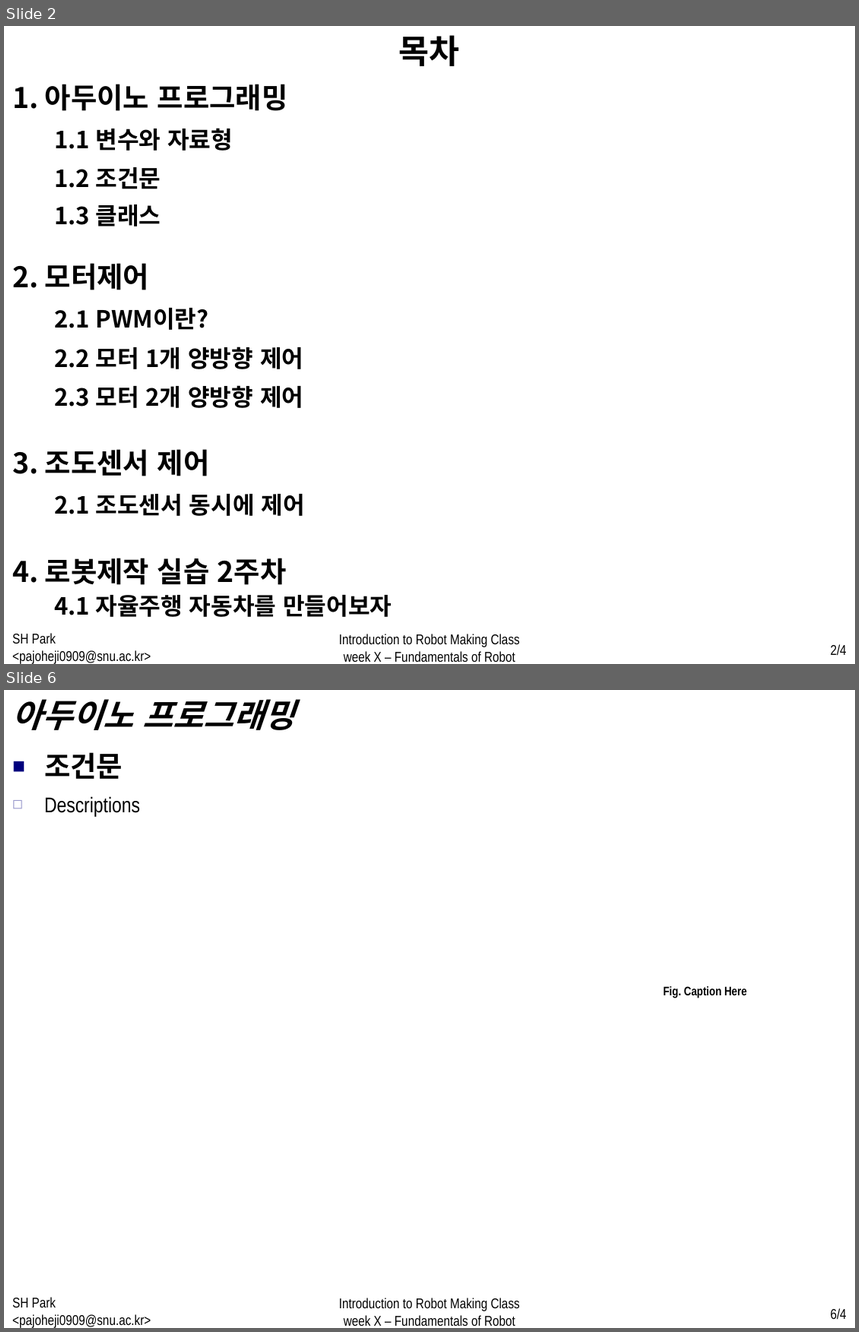
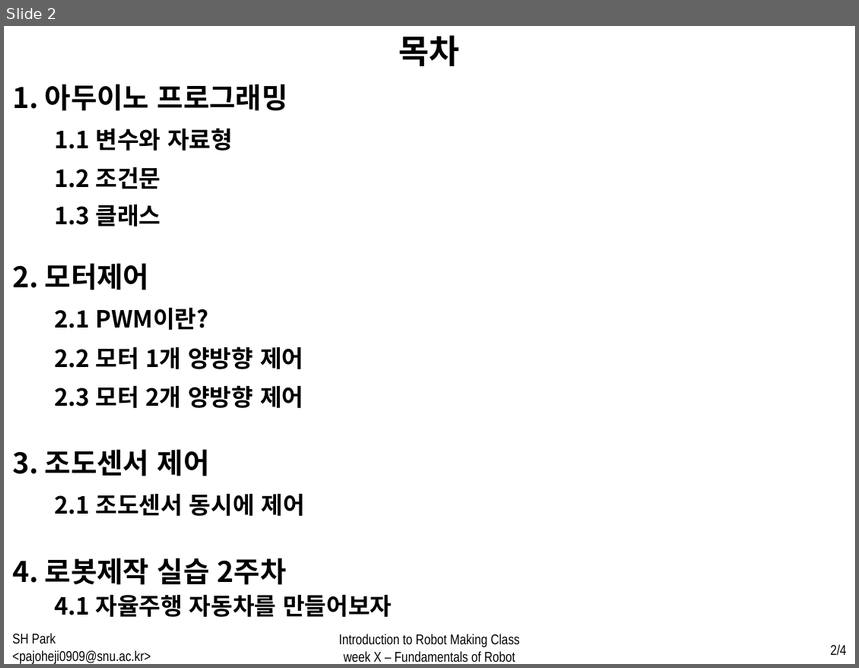
Before and after one commit to WhenTheyCry96/RobotTutorial, a slide deck: PPT/week2.pptx. Shown one above the other, each under a label of ours: slides 2 and 6 before the commit, slide 2 after it; the slides between them are not shown. The pictures are 859x1332 and 859x668 pixels, drawn with LibreOffice and Linux fonts; fonts in the diff are those of the drawing. Boxes give left, top, right and bottom in pixels: in the first picture for what was removed or moved away, otherwise in the second. Text is boxed around its words. In the diff, an @@ line names an element or a change of style, - is before the commit and + after.

```diff
--- a/PPT/week2.pptx
+++ b/PPT/week2.pptx
@@ slide 6 removed at <box>4,690,855,1328</box>, background #FFFFFF @@
@@ text removed at <box>12,699,295,730</box> @@
-아두이노 프로그래밍
@@ text removed at <box>44,752,123,779</box> @@
-■ 조건문
@@ text removed at <box>44,796,140,816</box> @@
-  ◻ Descriptions
@@ text removed at <box>664,986,747,999</box> @@
-Fig. Caption Here
@@ text removed at <box>12,1297,151,1328</box> @@
-SH Park <pajoheji0909@snu.ac.kr>
@@ text removed at <box>339,1298,520,1326</box> @@
-Introduction to Robot Making Class
-week X – Fundamentals of Robot
@@ page number removed at <box>831,1309,847,1320</box> @@
-6/4
```
Also in this commit, not shown: 12 slides changed, 1 slide added, 1 other slide removed, 2 other files.

##########

What needs to be done >> Set down the material above exactly as written, but not the pictures.

Expected output >>
Before and after one commit to WhenTheyCry96/RobotTutorial, a slide deck: PPT/week2.pptx. Shown one above the other, each under a label of ours: slides 2 and 6 before the commit, slide 2 after it; the slides between them are not shown. The pictures are 859x1332 and 859x668 pixels, drawn with LibreOffice and Linux fonts; fonts in the diff are those of the drawing. Boxes give left, top, right and bottom in pixels: in the first picture for what was removed or moved away, otherwise in the second. Text is boxed around its words. In the diff, an @@ line names an element or a change of style, - is before the commit and + after.

```diff
--- a/PPT/week2.pptx
+++ b/PPT/week2.pptx
@@ slide 6 removed at <box>4,690,855,1328</box>, background #FFFFFF @@
@@ text removed at <box>12,699,295,730</box> @@
-아두이노 프로그래밍
@@ text removed at <box>44,752,123,779</box> @@
-■ 조건문
@@ text removed at <box>44,796,140,816</box> @@
-  ◻ Descriptions
@@ text removed at <box>664,986,747,999</box> @@
-Fig. Caption Here
@@ text removed at <box>12,1297,151,1328</box> @@
-SH Park <pajoheji0909@snu.ac.kr>
@@ text removed at <box>339,1298,520,1326</box> @@
-Introduction to Robot Making Class
-week X – Fundamentals of Robot
@@ page number removed at <box>831,1309,847,1320</box> @@
-6/4
```
Also in this commit, not shown: 12 slides changed, 1 slide added, 1 other slide removed, 2 other files.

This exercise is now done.